"Slide" is a song by American alternative rock group Goo Goo Dolls. It was released as the first single from their sixth studio album, Dizzy Up the Girl, in September 1998. According to lead guitarist John Rzeznik, the song is about a Catholic girl who becomes pregnant and discusses with her boyfriend how they should react to it. Musically, the track is a jangle pop and alternative rock song.

"Slide" reached number one on the US Billboard Adult Top 40 chart, the Modern Rock Tracks chart, and the Mainstream Top 40 chart.

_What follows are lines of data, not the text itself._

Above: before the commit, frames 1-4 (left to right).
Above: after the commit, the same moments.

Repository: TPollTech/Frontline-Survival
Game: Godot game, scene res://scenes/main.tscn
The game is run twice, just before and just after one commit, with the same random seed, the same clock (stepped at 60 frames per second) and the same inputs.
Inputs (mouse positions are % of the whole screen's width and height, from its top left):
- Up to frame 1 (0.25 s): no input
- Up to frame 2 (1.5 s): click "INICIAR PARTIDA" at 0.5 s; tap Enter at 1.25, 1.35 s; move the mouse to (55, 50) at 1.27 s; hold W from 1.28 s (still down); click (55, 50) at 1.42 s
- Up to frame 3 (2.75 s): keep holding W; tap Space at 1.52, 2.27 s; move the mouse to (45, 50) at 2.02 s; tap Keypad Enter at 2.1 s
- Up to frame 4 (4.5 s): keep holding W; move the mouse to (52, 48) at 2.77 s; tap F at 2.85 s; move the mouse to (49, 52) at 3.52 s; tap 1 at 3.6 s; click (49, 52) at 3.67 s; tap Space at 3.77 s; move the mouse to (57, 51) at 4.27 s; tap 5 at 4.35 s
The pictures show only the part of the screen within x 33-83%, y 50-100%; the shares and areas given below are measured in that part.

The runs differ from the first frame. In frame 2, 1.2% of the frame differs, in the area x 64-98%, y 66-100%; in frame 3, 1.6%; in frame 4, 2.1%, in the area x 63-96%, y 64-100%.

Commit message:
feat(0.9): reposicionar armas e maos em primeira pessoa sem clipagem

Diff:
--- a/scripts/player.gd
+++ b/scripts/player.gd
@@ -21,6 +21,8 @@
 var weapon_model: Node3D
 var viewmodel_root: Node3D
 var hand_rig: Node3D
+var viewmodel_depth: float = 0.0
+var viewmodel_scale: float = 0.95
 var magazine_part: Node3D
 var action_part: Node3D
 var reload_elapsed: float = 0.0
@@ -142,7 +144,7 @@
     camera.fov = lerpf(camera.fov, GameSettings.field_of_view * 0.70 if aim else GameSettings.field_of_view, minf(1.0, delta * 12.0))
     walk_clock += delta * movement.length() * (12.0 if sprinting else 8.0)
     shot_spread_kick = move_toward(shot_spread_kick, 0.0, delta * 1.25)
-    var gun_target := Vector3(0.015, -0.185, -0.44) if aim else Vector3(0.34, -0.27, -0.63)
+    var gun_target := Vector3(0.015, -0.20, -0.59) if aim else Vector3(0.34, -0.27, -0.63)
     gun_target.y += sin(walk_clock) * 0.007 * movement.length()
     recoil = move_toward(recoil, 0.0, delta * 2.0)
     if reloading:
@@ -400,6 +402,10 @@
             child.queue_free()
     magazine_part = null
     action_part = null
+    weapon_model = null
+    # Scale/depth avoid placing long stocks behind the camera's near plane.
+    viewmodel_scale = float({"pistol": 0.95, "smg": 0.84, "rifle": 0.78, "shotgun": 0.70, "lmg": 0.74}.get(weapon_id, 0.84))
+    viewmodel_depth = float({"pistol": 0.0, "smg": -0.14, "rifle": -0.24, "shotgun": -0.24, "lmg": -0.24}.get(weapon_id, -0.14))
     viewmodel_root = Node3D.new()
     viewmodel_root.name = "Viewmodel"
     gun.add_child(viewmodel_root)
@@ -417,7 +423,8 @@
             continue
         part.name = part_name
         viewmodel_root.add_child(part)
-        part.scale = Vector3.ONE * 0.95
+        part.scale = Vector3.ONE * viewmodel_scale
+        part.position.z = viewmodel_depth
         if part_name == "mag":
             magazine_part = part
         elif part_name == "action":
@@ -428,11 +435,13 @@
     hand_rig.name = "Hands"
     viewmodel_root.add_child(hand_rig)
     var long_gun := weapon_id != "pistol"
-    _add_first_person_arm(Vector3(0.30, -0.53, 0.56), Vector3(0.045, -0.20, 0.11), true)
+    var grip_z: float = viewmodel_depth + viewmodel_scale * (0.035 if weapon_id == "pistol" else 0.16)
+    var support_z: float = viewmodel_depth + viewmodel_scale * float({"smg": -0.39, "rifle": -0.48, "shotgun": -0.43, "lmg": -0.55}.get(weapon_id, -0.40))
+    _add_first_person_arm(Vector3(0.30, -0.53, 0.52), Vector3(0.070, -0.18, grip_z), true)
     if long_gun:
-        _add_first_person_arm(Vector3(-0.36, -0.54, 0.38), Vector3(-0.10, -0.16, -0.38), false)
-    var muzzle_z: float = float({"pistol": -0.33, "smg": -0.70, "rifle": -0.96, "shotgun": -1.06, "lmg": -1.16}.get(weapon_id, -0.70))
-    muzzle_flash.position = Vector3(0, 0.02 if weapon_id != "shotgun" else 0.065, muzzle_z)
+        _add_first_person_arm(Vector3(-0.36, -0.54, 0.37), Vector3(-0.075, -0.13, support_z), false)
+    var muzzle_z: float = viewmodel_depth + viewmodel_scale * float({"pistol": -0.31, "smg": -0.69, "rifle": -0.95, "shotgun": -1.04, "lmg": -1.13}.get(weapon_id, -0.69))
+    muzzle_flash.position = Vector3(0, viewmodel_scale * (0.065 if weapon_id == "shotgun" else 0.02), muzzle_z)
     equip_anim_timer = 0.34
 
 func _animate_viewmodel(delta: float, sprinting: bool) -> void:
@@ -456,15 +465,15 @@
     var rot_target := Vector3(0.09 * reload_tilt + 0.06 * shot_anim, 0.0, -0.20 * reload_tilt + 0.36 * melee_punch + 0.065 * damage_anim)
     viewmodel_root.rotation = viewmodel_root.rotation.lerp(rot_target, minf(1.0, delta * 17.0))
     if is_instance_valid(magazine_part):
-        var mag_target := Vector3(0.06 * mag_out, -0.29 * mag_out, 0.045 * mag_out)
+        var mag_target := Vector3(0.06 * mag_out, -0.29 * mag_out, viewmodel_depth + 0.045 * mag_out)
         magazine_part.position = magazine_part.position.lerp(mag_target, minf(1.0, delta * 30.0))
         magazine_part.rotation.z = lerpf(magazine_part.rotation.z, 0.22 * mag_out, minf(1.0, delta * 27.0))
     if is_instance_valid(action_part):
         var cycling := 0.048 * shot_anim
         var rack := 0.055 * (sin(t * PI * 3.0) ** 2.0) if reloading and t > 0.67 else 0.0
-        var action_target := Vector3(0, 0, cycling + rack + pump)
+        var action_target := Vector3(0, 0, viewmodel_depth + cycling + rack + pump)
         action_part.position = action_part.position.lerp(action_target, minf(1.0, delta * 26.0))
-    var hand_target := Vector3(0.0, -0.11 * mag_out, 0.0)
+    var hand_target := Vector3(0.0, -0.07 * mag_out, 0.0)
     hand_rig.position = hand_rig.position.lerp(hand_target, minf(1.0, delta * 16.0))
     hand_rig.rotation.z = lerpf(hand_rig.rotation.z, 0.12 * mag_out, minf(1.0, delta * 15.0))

On the Billboard Hot 100, the song peaked at number eight in February 1999. In Canada, the song debuted atop the RPM Top Singles chart on October 19, 1998, becoming the band's second number-one single on that chart after "Iris". Worldwide, "Slide" reached number 14 in Iceland, number 29 in Australia, number 36 in New Zealand and number 43 in the United Kingdom.

Meaning and composition
In a 2002 performance on VH1 Storytellers, John Rzeznik explained that the song refers to a teenage girl in a strict Catholic environment who has become pregnant. She and her boyfriend are debating as to the possibility of abortion or marriage, which is presented in the song as the verse "do you want to get married or run away". A jangle pop and alternative rock song, "Slide" is written in cut time () with a key of F minor.

Chart performance
"Slide" peaked atop three US Billboard charts: the  Adult Top 40 chart, the Modern Rock Tracks chart, and the Mainstream Top 40 chart. On the all-genre Billboard Hot 100, the song peaked at number eight in February 1999 and became the United States' thirteenth best-selling song of 1999. In October 2012, "Slide" was ranked number nine on Billboards "Top 100 Pop Songs 1992–2012" chart, which also featured two other Goo Goo Dolls hits: "Iris" (number one) and "Name" (number 24). The Goo Goo Dolls are the only musicians to have three songs chart on the list, two breaking the top 10 and all three falling within the top 25. They are also the only musicians that have back to back singles ("Iris" and "Slide") featured on the list. The Recording Industry Association of America (RIAA) awarded the song a platinum certification in June 2022.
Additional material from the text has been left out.